Le retrait de la Russie de la ville de Kherson pourrait également contribuer à faire valoir pour l’Ukraine que sa stratégie de reprise du territoire ukrainien et d’expulsion de la Russie est la bonne voie. Comme l’a dit Menon, « c’est un gros coup de pouce moral », alors même que les troupes russes et ukrainiennes font face à des batailles plus féroces et plus critiques à l’est.

Cela renforcera probablement également le cas de l’Ukraine envers l’Occident selon lequel elle peut éventuellement gagner ces batailles s’il peut simplement obtenir plus de soutien militaire occidental, y compris des armes avancées et des systèmes de défense aérienne pour se protéger contre les barrages russes ciblant les infrastructures. “Ils ont aussi une carte très forte à jouer, à savoir : vous nous fournissez – mais nous livrons, nous montrons que nous sommes capables de gagner”, a déclaré Menon.

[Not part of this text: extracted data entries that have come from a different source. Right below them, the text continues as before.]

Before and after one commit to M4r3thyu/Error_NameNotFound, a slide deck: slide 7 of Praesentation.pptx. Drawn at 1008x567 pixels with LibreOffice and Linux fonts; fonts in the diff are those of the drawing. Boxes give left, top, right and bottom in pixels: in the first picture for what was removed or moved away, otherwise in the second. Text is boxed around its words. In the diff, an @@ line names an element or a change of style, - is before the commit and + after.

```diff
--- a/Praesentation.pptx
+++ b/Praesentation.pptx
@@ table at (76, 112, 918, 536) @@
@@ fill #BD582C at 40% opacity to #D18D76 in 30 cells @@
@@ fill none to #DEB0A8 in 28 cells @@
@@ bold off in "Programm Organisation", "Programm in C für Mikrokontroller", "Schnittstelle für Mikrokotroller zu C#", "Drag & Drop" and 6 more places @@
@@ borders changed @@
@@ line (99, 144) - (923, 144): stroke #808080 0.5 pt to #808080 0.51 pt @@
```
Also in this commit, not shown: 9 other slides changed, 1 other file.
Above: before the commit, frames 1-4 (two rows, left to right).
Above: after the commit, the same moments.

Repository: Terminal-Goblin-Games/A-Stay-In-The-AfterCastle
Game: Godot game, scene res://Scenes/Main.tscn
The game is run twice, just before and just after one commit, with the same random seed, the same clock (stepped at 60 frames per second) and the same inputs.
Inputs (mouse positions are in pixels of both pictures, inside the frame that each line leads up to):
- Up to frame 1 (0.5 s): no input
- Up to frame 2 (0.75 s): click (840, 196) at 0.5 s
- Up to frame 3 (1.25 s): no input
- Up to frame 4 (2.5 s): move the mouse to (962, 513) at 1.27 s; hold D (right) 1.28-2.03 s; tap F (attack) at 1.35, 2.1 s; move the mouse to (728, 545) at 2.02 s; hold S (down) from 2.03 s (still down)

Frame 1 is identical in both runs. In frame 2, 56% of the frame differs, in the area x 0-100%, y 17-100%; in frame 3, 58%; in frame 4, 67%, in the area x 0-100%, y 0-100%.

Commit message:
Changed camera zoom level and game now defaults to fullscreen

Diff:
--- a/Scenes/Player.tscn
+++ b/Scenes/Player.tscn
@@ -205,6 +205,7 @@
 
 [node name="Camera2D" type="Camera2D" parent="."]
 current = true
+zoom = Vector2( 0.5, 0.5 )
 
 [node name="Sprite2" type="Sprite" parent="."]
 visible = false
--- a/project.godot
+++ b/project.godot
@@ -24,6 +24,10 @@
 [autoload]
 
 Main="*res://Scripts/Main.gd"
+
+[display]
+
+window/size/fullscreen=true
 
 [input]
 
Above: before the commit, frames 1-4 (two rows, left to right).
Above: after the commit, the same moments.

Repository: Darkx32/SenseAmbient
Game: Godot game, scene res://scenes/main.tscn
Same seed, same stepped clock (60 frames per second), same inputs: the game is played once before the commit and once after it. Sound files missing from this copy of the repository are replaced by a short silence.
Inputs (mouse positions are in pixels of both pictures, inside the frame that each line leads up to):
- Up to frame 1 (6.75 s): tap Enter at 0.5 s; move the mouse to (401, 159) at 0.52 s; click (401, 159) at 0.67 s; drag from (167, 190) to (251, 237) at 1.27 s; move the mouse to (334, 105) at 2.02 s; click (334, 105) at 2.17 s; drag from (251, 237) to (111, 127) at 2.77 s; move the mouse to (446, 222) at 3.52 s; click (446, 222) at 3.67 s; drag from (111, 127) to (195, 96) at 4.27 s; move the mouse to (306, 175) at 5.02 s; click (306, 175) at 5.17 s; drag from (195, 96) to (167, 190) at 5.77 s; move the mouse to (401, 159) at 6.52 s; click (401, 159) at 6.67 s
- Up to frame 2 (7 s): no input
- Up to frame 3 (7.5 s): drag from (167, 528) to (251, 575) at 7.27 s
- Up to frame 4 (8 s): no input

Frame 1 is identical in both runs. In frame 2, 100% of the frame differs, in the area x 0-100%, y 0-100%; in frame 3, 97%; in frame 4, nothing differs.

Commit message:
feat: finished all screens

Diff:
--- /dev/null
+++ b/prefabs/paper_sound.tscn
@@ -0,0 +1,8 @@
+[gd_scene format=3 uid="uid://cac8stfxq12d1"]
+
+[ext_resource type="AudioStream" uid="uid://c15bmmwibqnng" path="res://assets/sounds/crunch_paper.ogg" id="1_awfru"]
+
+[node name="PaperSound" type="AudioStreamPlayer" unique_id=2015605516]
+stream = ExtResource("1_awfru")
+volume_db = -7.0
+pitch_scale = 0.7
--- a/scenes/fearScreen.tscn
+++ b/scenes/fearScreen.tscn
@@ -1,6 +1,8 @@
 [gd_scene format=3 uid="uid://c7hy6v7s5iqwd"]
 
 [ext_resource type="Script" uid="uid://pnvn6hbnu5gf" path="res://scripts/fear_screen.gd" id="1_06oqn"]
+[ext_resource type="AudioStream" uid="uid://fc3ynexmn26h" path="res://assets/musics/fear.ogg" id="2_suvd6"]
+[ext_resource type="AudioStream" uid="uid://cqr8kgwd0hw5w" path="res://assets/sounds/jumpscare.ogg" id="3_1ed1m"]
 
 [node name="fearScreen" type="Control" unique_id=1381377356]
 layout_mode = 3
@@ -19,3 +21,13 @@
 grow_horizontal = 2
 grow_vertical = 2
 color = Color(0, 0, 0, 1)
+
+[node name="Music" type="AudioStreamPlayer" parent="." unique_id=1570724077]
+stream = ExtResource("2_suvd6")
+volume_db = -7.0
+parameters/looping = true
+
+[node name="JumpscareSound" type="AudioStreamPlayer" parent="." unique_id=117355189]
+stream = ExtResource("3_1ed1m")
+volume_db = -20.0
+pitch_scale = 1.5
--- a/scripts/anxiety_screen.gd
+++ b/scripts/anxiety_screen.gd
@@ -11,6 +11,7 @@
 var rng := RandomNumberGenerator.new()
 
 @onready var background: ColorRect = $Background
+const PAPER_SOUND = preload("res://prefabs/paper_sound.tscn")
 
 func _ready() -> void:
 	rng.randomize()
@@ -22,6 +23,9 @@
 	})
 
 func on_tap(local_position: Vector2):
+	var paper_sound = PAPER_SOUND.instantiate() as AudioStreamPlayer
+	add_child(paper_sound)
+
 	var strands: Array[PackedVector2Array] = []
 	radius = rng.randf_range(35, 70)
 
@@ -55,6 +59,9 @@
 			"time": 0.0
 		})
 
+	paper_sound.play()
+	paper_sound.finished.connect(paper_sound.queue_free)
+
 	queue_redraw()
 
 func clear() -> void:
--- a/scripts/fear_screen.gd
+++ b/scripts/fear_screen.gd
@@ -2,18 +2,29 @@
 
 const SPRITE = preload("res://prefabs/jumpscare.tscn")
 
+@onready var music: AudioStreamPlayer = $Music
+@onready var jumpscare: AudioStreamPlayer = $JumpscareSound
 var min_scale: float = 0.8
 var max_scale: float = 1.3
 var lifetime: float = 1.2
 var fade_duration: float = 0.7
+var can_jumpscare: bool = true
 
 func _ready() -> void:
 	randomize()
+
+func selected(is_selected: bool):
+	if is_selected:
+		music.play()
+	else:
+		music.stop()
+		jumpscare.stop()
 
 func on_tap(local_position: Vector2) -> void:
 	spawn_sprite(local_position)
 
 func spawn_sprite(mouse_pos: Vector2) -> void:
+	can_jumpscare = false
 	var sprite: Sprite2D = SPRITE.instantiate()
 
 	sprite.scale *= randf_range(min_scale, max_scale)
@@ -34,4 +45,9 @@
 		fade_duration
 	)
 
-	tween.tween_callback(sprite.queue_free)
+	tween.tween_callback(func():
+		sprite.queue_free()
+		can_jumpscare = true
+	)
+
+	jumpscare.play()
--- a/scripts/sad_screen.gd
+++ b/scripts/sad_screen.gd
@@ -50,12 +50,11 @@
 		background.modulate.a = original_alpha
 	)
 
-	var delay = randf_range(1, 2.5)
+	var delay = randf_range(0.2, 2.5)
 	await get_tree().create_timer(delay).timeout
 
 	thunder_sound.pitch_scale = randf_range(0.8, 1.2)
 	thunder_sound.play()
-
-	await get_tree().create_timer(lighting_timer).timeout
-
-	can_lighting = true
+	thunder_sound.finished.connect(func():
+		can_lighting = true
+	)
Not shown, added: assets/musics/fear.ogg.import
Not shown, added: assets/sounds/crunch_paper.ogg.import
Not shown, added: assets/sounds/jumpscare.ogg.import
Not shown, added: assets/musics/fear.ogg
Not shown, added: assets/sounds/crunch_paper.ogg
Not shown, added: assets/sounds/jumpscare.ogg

Cela pourrait également renforcer les arguments de l’Ukraine en faveur de la poursuite de l’aide économique, sur laquelle elle compte également. Mercredi, selon Reuters, la ministre ukrainienne de l’Economie, Ioulia Svyrydenko, a déclaré que les attaques de la Russie contre les infrastructures civiles réduiraient le produit intérieur brut de l’Ukraine de 39%, plus que les 35% prévus précédemment. Les succès de l’Ukraine sur les lignes de front éclipsent la guerre économique de la Russie, mais en ce moment, c’est peut-être là que l’Ukraine est la plus vulnérable – peut-être, en partie, parce qu’elle gagne sur le champ de bataille.